Work instruction: The job is to output each record exactly as it stands, pictures excluded.
____ Supplied material
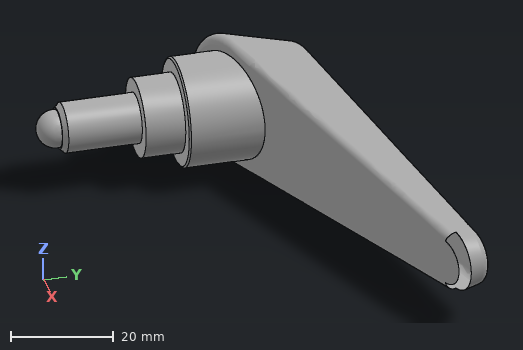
import cadquery as cq
import math


LOWER_SLOPE = 20.1
UPPER_SLOPE = 13.4
LOWER_HEIGHT = 11.2
UPPER_HEIGHT = 27.0
LOWER_HEAD_RADIUS = 14.1
LOWER_HEAD_CENTRE = -2.0
LOWER_TIP_RADIUS = 6.7
LOWER_TIP_CENTRE = 72.6
UPPER_HEAD_RADIUS = 10.3
UPPER_HEAD_CENTRE = -0.8
UPPER_TIP_RADIUS = 5.5
UPPER_TIP_CENTRE = 69.25
ARM_FILLET = 1.8

BOSS_RADIUS = 11.0
BOSS_TOP = 17.7
BOSS_CHAMFER = 0.35

STEM_RADIUS = 7.3
STEM_TOP = 27.6
COLLAR_RADIUS = 8.0
COLLAR_LENGTH = 8.0
PIN_RADIUS = 5.05
PIN_LENGTH = 15.8
PIN_CHAMFER = 1.0
BALL_RADIUS = 3.8
TIP_LENGTH = 28.0


def inclined_outline(slope, height, head_centre, head_radius, tip_centre, tip_radius):
    """Closed outline of two circles and their common tangents, in an inclined plane."""
    angle = math.radians(slope)
    along = (math.cos(angle), math.sin(angle), 0)
    normal = (math.sin(angle), -math.cos(angle), 0)
    plane = cq.Plane(origin=(0, height, 0), xDir=along, normal=normal)

    tangent_sine = (head_radius - tip_radius) / (tip_centre - head_centre)
    tangent_cosine = math.sqrt(1 - tangent_sine**2)
    head_x = head_centre + head_radius * tangent_sine
    head_y = head_radius * tangent_cosine
    tip_x = tip_centre + tip_radius * tangent_sine
    tip_y = tip_radius * tangent_cosine
    return (
        cq.Workplane(plane)
        .moveTo(head_x, -head_y)
        .lineTo(tip_x, -tip_y)
        .threePointArc((tip_centre + tip_radius, 0), (tip_x, tip_y))
        .lineTo(head_x, head_y)
        .threePointArc((head_centre - head_radius, 0), (head_x, -head_y))
        .close()
        .val()
    )


def cylinder_along_y(radius, bottom, top):
    return cq.Workplane("XZ", origin=(0, top, 0)).circle(radius).extrude(top - bottom)


def make_arm():
    lower = inclined_outline(
        LOWER_SLOPE, LOWER_HEIGHT,
        LOWER_HEAD_CENTRE, LOWER_HEAD_RADIUS, LOWER_TIP_CENTRE, LOWER_TIP_RADIUS,
    )
    upper = inclined_outline(
        UPPER_SLOPE, UPPER_HEIGHT,
        UPPER_HEAD_CENTRE, UPPER_HEAD_RADIUS, UPPER_TIP_CENTRE, UPPER_TIP_RADIUS,
    )
    wedge = cq.Workplane(cq.Solid.makeLoft([lower, upper], True))
    return wedge.faces("<Y or >Y").edges().fillet(ARM_FILLET)


def make_lever():
    boss = cylinder_along_y(BOSS_RADIUS, 0, BOSS_TOP).faces("<Y").chamfer(BOSS_CHAMFER)
    bore = cylinder_along_y(STEM_RADIUS, 0, UPPER_HEIGHT + BOSS_RADIUS)
    return make_arm().union(boss).cut(bore)


def make_clamping_screw():
    stem = cylinder_along_y(STEM_RADIUS, 0, STEM_TOP)
    collar = cylinder_along_y(COLLAR_RADIUS, -COLLAR_LENGTH, 0)
    pin_end = -COLLAR_LENGTH - PIN_LENGTH
    pin = cylinder_along_y(PIN_RADIUS, pin_end, -COLLAR_LENGTH).faces("<Y").chamfer(PIN_CHAMFER)
    ball = cq.Workplane("XY").sphere(BALL_RADIUS).translate((0, BALL_RADIUS - TIP_LENGTH, 0))
    return stem.union(collar).union(pin).union(ball)


lever = make_lever()
clamping_screw = make_clamping_screw()

result = cq.Compound.makeCompound([lever.val(), clamping_screw.val()])
________
Response box:
import cadquery as cq
import math


LOWER_SLOPE = 20.1
UPPER_SLOPE = 13.4
LOWER_HEIGHT = 11.2
UPPER_HEIGHT = 27.0
LOWER_HEAD_RADIUS = 14.1
LOWER_HEAD_CENTRE = -2.0
LOWER_TIP_RADIUS = 6.7
LOWER_TIP_CENTRE = 72.6
UPPER_HEAD_RADIUS = 10.3
UPPER_HEAD_CENTRE = -0.8
UPPER_TIP_RADIUS = 5.5
UPPER_TIP_CENTRE = 69.25
ARM_FILLET = 1.8

BOSS_RADIUS = 11.0
BOSS_TOP = 17.7
BOSS_CHAMFER = 0.35

STEM_RADIUS = 7.3
STEM_TOP = 27.6
COLLAR_RADIUS = 8.0
COLLAR_LENGTH = 8.0
PIN_RADIUS = 5.05
PIN_LENGTH = 15.8
PIN_CHAMFER = 1.0
BALL_RADIUS = 3.8
TIP_LENGTH = 28.0


def inclined_outline(slope, height, head_centre, head_radius, tip_centre, tip_radius):
    """Closed outline of two circles and their common tangents, in an inclined plane."""
    angle = math.radians(slope)
    along = (math.cos(angle), math.sin(angle), 0)
    normal = (math.sin(angle), -math.cos(angle), 0)
    plane = cq.Plane(origin=(0, height, 0), xDir=along, normal=normal)

    tangent_sine = (head_radius - tip_radius) / (tip_centre - head_centre)
    tangent_cosine = math.sqrt(1 - tangent_sine**2)
    head_x = head_centre + head_radius * tangent_sine
    head_y = head_radius * tangent_cosine
    tip_x = tip_centre + tip_radius * tangent_sine
    tip_y = tip_radius * tangent_cosine
    return (
        cq.Workplane(plane)
        .moveTo(head_x, -head_y)
        .lineTo(tip_x, -tip_y)
        .threePointArc((tip_centre + tip_radius, 0), (tip_x, tip_y))
        .lineTo(head_x, head_y)
        .threePointArc((head_centre - head_radius, 0), (head_x, -head_y))
        .close()
        .val()
    )


def cylinder_along_y(radius, bottom, top):
    return cq.Workplane("XZ", origin=(0, top, 0)).circle(radius).extrude(top - bottom)


def make_arm():
    lower = inclined_outline(
        LOWER_SLOPE, LOWER_HEIGHT,
        LOWER_HEAD_CENTRE, LOWER_HEAD_RADIUS, LOWER_TIP_CENTRE, LOWER_TIP_RADIUS,
    )
    upper = inclined_outline(
        UPPER_SLOPE, UPPER_HEIGHT,
        UPPER_HEAD_CENTRE, UPPER_HEAD_RADIUS, UPPER_TIP_CENTRE, UPPER_TIP_RADIUS,
    )
    wedge = cq.Workplane(cq.Solid.makeLoft([lower, upper], True))
    return wedge.faces("<Y or >Y").edges().fillet(ARM_FILLET)


def make_lever():
    boss = cylinder_along_y(BOSS_RADIUS, 0, BOSS_TOP).faces("<Y").chamfer(BOSS_CHAMFER)
    bore = cylinder_along_y(STEM_RADIUS, 0, UPPER_HEIGHT + BOSS_RADIUS)
    return make_arm().union(boss).cut(bore)


def make_clamping_screw():
    stem = cylinder_along_y(STEM_RADIUS, 0, STEM_TOP)
    collar = cylinder_along_y(COLLAR_RADIUS, -COLLAR_LENGTH, 0)
    pin_end = -COLLAR_LENGTH - PIN_LENGTH
    pin = cylinder_along_y(PIN_RADIUS, pin_end, -COLLAR_LENGTH).faces("<Y").chamfer(PIN_CHAMFER)
    ball = cq.Workplane("XY").sphere(BALL_RADIUS).translate((0, BALL_RADIUS - TIP_LENGTH, 0))
    return stem.union(collar).union(pin).union(ball)


lever = make_lever()
clamping_screw = make_clamping_screw()

result = cq.Compound.makeCompound([lever.val(), clamping_screw.val()])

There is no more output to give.